Start of Provided material

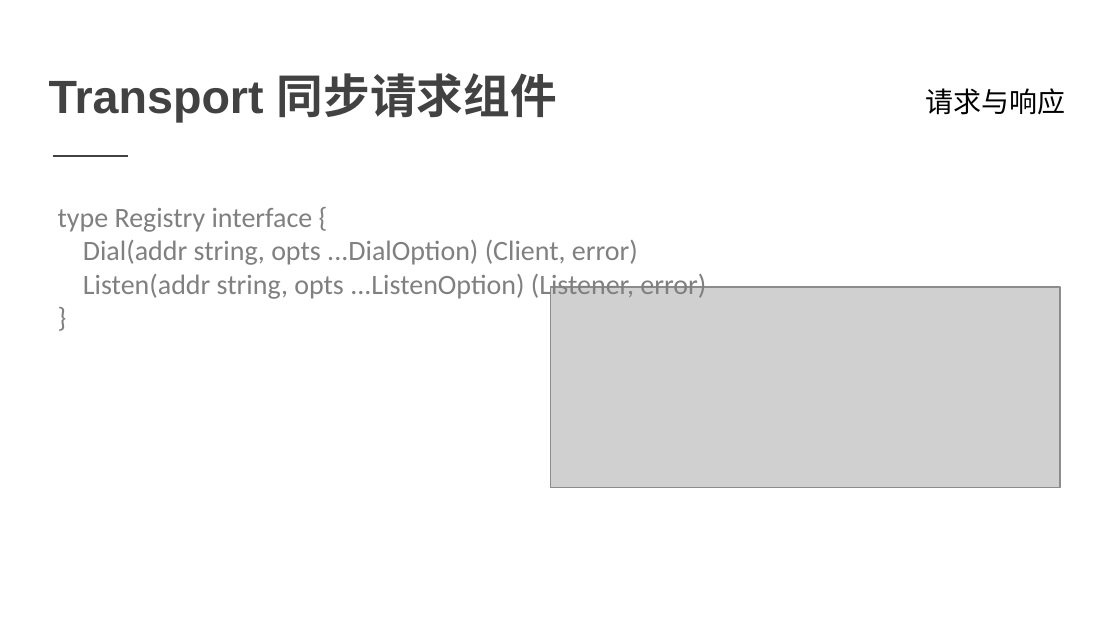
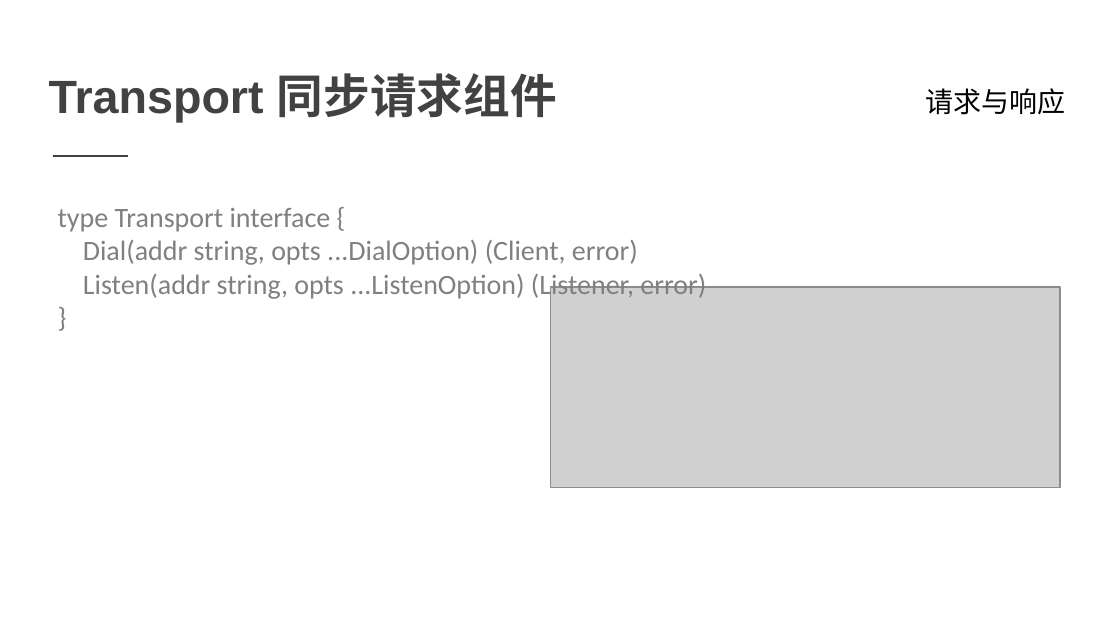
Before and after one commit to printfcoder/stack-rpc-tutorials, a slide deck: slide 12 of others/share/learning-go/【第一期】Go-Micro框架设计.pptx. Drawn at 1120x630 pixels with LibreOffice and Linux fonts; fonts in the diff are those of the drawing; grey boxes stand for pictures. Boxes give left, top, right and bottom in pixels: in the first picture for what was removed or moved away, otherwise in the second. Text is boxed around its words. In the diff, an @@ line names an element or a change of style, - is before the commit and + after.

Commit message:
reading transport 分类

```diff
--- a/others/share/learning-go/【第一期】Go-Micro框架设计.pptx
+++ b/others/share/learning-go/【第一期】Go-Micro框架设计.pptx
@@ text at bbox=[58, 208, 706, 301]: text changed @@
-type Registry interface {
-Dial(addr string, opts ...DialOption) (Client, error)
-Listen(addr string, opts ...ListenOption) (Listener, error)
-}
+type Transport interface {
+Dial(addr string, opts ...DialOption) (Client, error)
+Listen(addr string, opts ...ListenOption) (Listener, error)
+}
```
Also in this commit, not shown: 5 slides added, 3 other files.

End of Provided material

▶ _Task details_:
Which lines of the data include the word "addr"? Copy each one.

▶ _Response to this exercise_:
-Dial(addr string, opts ...DialOption) (Client, error)
-Listen(addr string, opts ...ListenOption) (Listener, error)
+Dial(addr string, opts ...DialOption) (Client, error)
+Listen(addr string, opts ...ListenOption) (Listener, error)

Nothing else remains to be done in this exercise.